As Mexican and foreign tourists head to the country’s beaches for Holy Week, prompting fears of a new wave of COVID-19 infections, the government here has publicly confirmed what many have long suspected — the number of people lost to the pandemic is more than 300,000, well beyond the totals officially reported.
The new data examined so-called “excess deaths’’ — the additional number of people who die from any cause in a given period compared with recent norms. The findings suggest that almost 322,000 Mexicans have probably succumbed to COVID-19.
That figure is 60% more than the officially reported death toll of 201,429 as of Saturday — which counts only the victims who tested positive for the virus.
Mexico has one of the world’s lowest testing rates for COVID-19, a fact that has sowed suspicion that authorities were deliberately under-reporting the number of deaths. The government of President Andrés Manuel López Obrador has repeatedly denied allegations of covering up the true scope of fatalities in a pandemic that has caused widespread loss of life and crippled the economy.

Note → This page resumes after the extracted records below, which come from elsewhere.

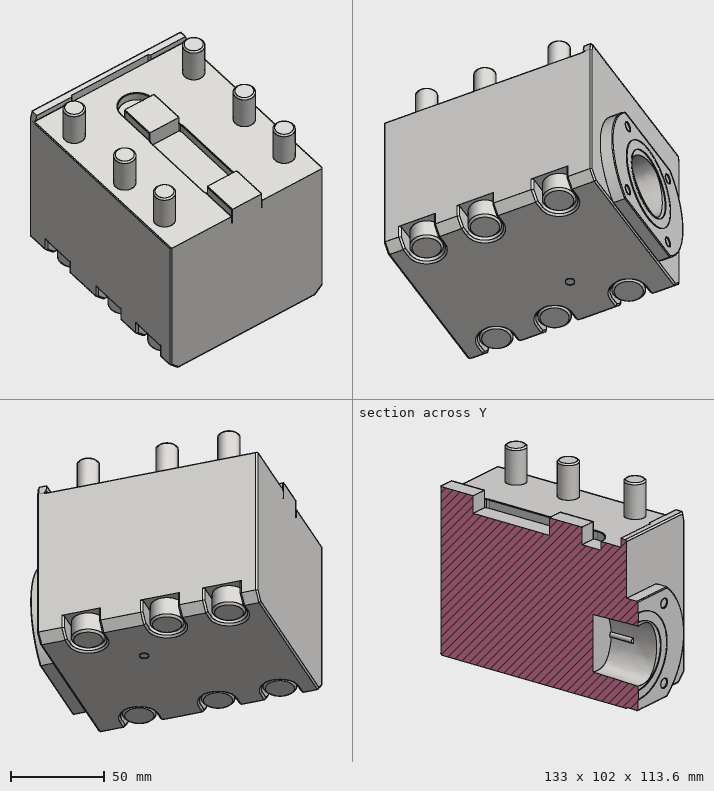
import cadquery as cq
import math

length = 133.0
front_x = 8.0
width = 102.0
deck_z = 92.3
bottom_chamfer = 5.0
edge_chamfer = 0.9
fine_chamfer = 0.5

lip_height = 5.0
lip_thickness = 5.0
lip_end_slant = 1.2
lip_relief = 1.0
lip_relief_length = 53.2
lip_undercut = 1.0
lip_undercut_height = 1.6

axis_z = 32.2
flange_diameter = 81.5
flange_height = 63.2
seat_diameter = 50.0
seat_height = 0.5
socket_recess_diameter = 39.2
socket_recess_depth = 0.5
socket_radius = 17.5
socket_lobe = 1.2
socket_depth = 29.9
socket_taper = 0.025
socket_points = 48
socket_pin_diameter = 3.0
socket_pin_y = -15.8
socket_pin_length = 14.6
flange_hole_offset = 23.0
flange_hole_diameter = 5.9
flange_hole_depth = 0.4

screw_xs = (33.1, 77.8, 112.9)
screw_y = 40.0
shank_diameter = 12.0
shank_top_z = 113.2
head_diameter = 18.0
head_bottom_z = 1.3
head_chamfer = 1.2
pocket_width = 20.0
pocket_depth = 12.8
pocket_flare = 1.0

slot_start_x = 25.4
slot_width = 20.2
slot_depth = 5.0
slot_chamfer = 0.4
wide_slot_x = (58.7, 112.3)
wide_slot_width = 21.0
wide_slot_radius = 4.0
key_length = 22.1
key_top_z = deck_z + lip_height
key_front_xs = (37.9, length - key_length)

pad_x = 56.7
pad_y = -17.4
pad_diameter = 5.0
pad_height = 0.4


def cylinder(diameter, x, y, z_bottom, z_top):
    """Vertical cylinder between two heights."""
    disc = cq.Workplane("XY", origin=(x, y, z_bottom)).circle(diameter / 2)
    return disc.extrude(z_top - z_bottom)


def front_plane(x):
    """Plane across the spindle axis; local x is +Y, local y is +Z, extrusion goes +X."""
    return cq.Workplane("YZ", origin=(x, 0, axis_z))


def box(x_start, x_end, box_width, z_bottom, z_top):
    """Box centred on Y = 0."""
    base = cq.Workplane("XY", origin=((x_start + x_end) / 2, 0, z_bottom))
    return base.rect(x_end - x_start, box_width).extrude(z_top - z_bottom)


def make_body():
    half = width / 2
    lip_z = deck_z + lip_height
    section = [
        (-half, bottom_chamfer),
        (-half, deck_z),
        (-half + lip_end_slant, lip_z),
        (half - lip_end_slant, lip_z),
        (half, deck_z),
        (half, bottom_chamfer),
        (half - bottom_chamfer, 0),
        (-half + bottom_chamfer, 0),
    ]
    block = cq.Workplane("YZ", origin=(front_x, 0, 0)).polyline(section).close()
    block = block.extrude(length - front_x)
    block = block.faces("<X or >X").edges().chamfer(edge_chamfer)

    lip_back_x = front_x + lip_thickness
    block = block.cut(box(lip_back_x, length, 2 * width, deck_z, 2 * deck_z))
    block = block.edges("|X").edges(cq.selectors.BoxSelector(
        (lip_back_x, -width, deck_z - fine_chamfer),
        (length, width, deck_z + fine_chamfer),
    )).chamfer(fine_chamfer)

    relief = cq.Workplane("XY", origin=(0, 0, deck_z)).polyline([
        (lip_back_x, -lip_relief_length / 2),
        (lip_back_x - lip_relief, -lip_relief_length / 2 + lip_relief),
        (lip_back_x - lip_relief, lip_relief_length / 2 - lip_relief),
        (lip_back_x, lip_relief_length / 2),
    ]).close().extrude(lip_height)

    undercut = cq.Workplane("XZ", origin=(0, width / 2, 0)).polyline([
        (lip_back_x - lip_undercut, deck_z),
        (lip_back_x, deck_z + lip_undercut_height),
        (lip_back_x, deck_z),
    ]).close().extrude(width)
    return block.cut(relief).cut(undercut)


def make_flange():
    flange_x = seat_height
    disc = front_plane(flange_x).circle(flange_diameter / 2).extrude(front_x - flange_x)
    flats = front_plane(flange_x).rect(flange_diameter, flange_height).extrude(front_x - flange_x)
    flange = disc.intersect(flats).faces("<X").edges().chamfer(fine_chamfer)
    seat = front_plane(0).circle(seat_diameter / 2).extrude(front_x)

    hole_radius = flange_hole_diameter / 2
    holes = (
        front_plane(flange_x)
        .rect(2 * flange_hole_offset, 2 * flange_hole_offset, forConstruction=True)
        .vertices()
        .circle(hole_radius)
        .extrude(flange_hole_depth, taper=45)
    )
    return flange.cut(holes).union(seat)


def socket_outline(mean_radius):
    """Three-lobed curve of constant width with one lobe pointing to +Y."""
    points = []
    for i in range(socket_points):
        angle = 2 * math.pi * i / socket_points
        reach = mean_radius + socket_lobe * math.cos(3 * angle)
        slope = -3 * socket_lobe * math.sin(3 * angle)
        points.append((
            reach * math.cos(angle) - slope * math.sin(angle),
            reach * math.sin(angle) + slope * math.cos(angle),
        ))
    return points


def make_socket():
    recess = front_plane(0).circle(socket_recess_diameter / 2).extrude(socket_recess_depth)
    end_radius = socket_radius - socket_taper * socket_depth
    polygon = (
        front_plane(socket_recess_depth)
        .spline(socket_outline(socket_radius), periodic=True)
        .close()
        .workplane(offset=socket_depth)
        .spline(socket_outline(end_radius), periodic=True)
        .close()
        .loft(combine=True)
    )
    return recess.union(polygon)


def make_socket_pin():
    """Pin half sunk in the socket wall, running up from the socket floor."""
    floor_x = socket_recess_depth + socket_depth
    pin = front_plane(floor_x).center(socket_pin_y, 0).circle(socket_pin_diameter / 2)
    return pin.extrude(-socket_pin_length)


def cut_head_pocket(body, x, side):
    """Cut a screw-head pocket open to the underside and the side face, with a flared mouth."""
    center_y = side * screw_y
    outer_y = side * width / 2
    half = pocket_width / 2
    bore = cylinder(pocket_width, x, center_y, 0, pocket_depth)
    opening = cq.Workplane("XY", origin=(x, (center_y + outer_y) / 2, 0))
    opening = opening.rect(pocket_width, width / 2 - screw_y).extrude(pocket_depth)
    body = body.cut(bore.union(opening))

    mouth = cq.selectors.BoxSelector(
        (x - half - pocket_flare, center_y + side * pocket_flare, -pocket_flare),
        (x + half + pocket_flare, outer_y + side * pocket_flare, pocket_depth - pocket_flare),
    )
    return body.edges(mouth).chamfer(pocket_flare)


def make_screw(x, y):
    shank = cylinder(shank_diameter, x, y, deck_z - slot_depth, shank_top_z)
    shank = shank.faces(">Z").edges().chamfer(edge_chamfer)
    head = cylinder(head_diameter, x, y, head_bottom_z, pocket_depth)
    head = head.faces("<Z").edges().chamfer(head_chamfer)
    return shank.union(head)


def cut_key_slot(body):
    """Cut the round-ended slot, widened between the keys, with a chamfered rim."""
    floor_z = deck_z - slot_depth
    round_x = slot_start_x + slot_width / 2
    slot = box(round_x, length, slot_width, floor_z, deck_z)
    slot = slot.union(cylinder(slot_width, round_x, 0, floor_z, deck_z))
    rim = cq.selectors.BoxSelector(
        (slot_start_x - slot_chamfer, -slot_width, deck_z - slot_chamfer),
        (length - slot_chamfer, slot_width, deck_z + slot_chamfer),
    )
    body = body.cut(slot).edges(rim).chamfer(slot_chamfer)

    start_x, end_x = wide_slot_x
    walls = box(start_x, end_x, wide_slot_width, floor_z, deck_z)
    walls = walls.edges("|Z").fillet(wide_slot_radius)
    flare = box(
        start_x - slot_chamfer,
        end_x + slot_chamfer,
        wide_slot_width + 2 * slot_chamfer,
        deck_z - slot_chamfer,
        deck_z + slot_chamfer,
    )
    flare = flare.edges("|Z").fillet(wide_slot_radius + slot_chamfer)
    flare = flare.faces("<Z").edges().chamfer(slot_chamfer)
    return body.cut(walls).cut(flare)


def make_key(x_start):
    key = box(x_start, x_start + key_length, slot_width, deck_z - slot_depth, key_top_z)
    return key.edges("|X and >Z or |Z").chamfer(slot_chamfer)


result = cut_key_slot(make_body())

for key_x in key_front_xs:
    result = result.union(make_key(key_x))

for screw_x in screw_xs:
    for side in (-1, 1):
        result = cut_head_pocket(result, screw_x, side)
        result = result.union(make_screw(screw_x, side * screw_y))

result = result.union(make_flange()).cut(make_socket()).union(make_socket_pin())
result = result.union(cylinder(pad_diameter, pad_x, pad_y, -pad_height, 0))

The Mexican government has avoided imposing mandatory lockdowns and mask-wearing measures. President López Obrador, widely criticized for a tardy response to the health emergency, has said he prefers voluntary compliance with social distancing and other preventative steps. He also said mandatory shutdowns would have inflicted disproportionate harm on Mexico’s poor and working classes.
The 322,000 total deaths would top Brazil’s officially reported 310,550 fatalities and would rank Mexico second globally behind only the United States, with almost 550,000 deaths, according to Johns Hopkins University.
Mexico, with a population of 126 million, is home to far fewer people than either the United States or Brazil.
Almost every country — including the United States and Brazil — has probably undercounted the total number of dead from COVID-19, experts say, mostly because official statistics often exclude victims who did not test positive. Yet Mexico’s extremely low testing rate suggests that the undercount is more pronounced here.
Mexican officials have long acknowledged that the actual number of virus-related deaths is considerably higher than those officially reported. Many victims die at home or at hospitals and clinics without ever having been tested for the virus.
Some studies have suggested that Mexico’s true death toll may be two or three times the officially reported totals.
The latest numbers, released Saturday on a government website without fanfare, represent the country’s most extensive report to date on the total suspected death toll. Researchers combed through death certificates to determine which cases were probably COVID-19-related, even if the victims had never tested positive. In some cases, researchers said, the virus was listed as a suspected or contributing cause of death.
The report found a total of 1,263,501 deaths from all causes in Mexico between late December 2019 and Feb. 13, 2021. That was 417,002 more deaths than would have been expected based on comparisons with the previous five years, the study said, for an excess death rate of 49.3%. The researchers attributed the great majority of the excess deaths — 70.6% — to COVID-19. The study concluded that 294,287 people in Mexico had probably died from COVID-19 by Feb. 13.
An additional 27,658 deaths confirmed by testing occurred from Feb. 14 through March 27, according to government figures.
The study did not address what other factors besides the coronavirus may have inflated the number of deaths. The Mexican Health Secretariat, which prepared the report, did not respond to a request for comment.
But health professionals have speculated that, in Mexico and elsewhere, the pandemic probably discouraged many people from pursuing treatment for non-COVID-19 health conditions, or even seeking checkups or other preventative measures. That hesitance may have led to an increase in fatalities from diseases not linked to the virus.
The study also dramatized the severity of the so-called “second wave” of the pandemic that swept through Mexico in January, following the year-end holidays, when many people got together with loved ones. Mexico experienced 74,185 deaths probably linked to COVID-19 between Jan. 3 and Feb. 6, an average of more than 2,000 a day — far surpassing the totals during an initial spike last summer. In recent weeks, authorities say, infections and deaths have generally been on the decline in Mexico.
But authorities are fearful that Holy Week, a traditional time for family gatherings and trips to the beach that begins Monday, could spark a third wave. Officials have been warning people to maintain social distancing and stay at home. Church officials have called off traditional processions, opting for virtual events, including a webcast of the famed annual passion play in Mexico City’s Iztapalapa district that normally attracts more than 2 million visitors.
“A new outbreak of the virus is still possible,” José Luis Alomía, the health ministry’s chief of epidemiology, told reporters on Saturday. “We could see a new increase [in cases] at whatever moment.”
Special correspondent Cecilia Sánchez contributed to this report.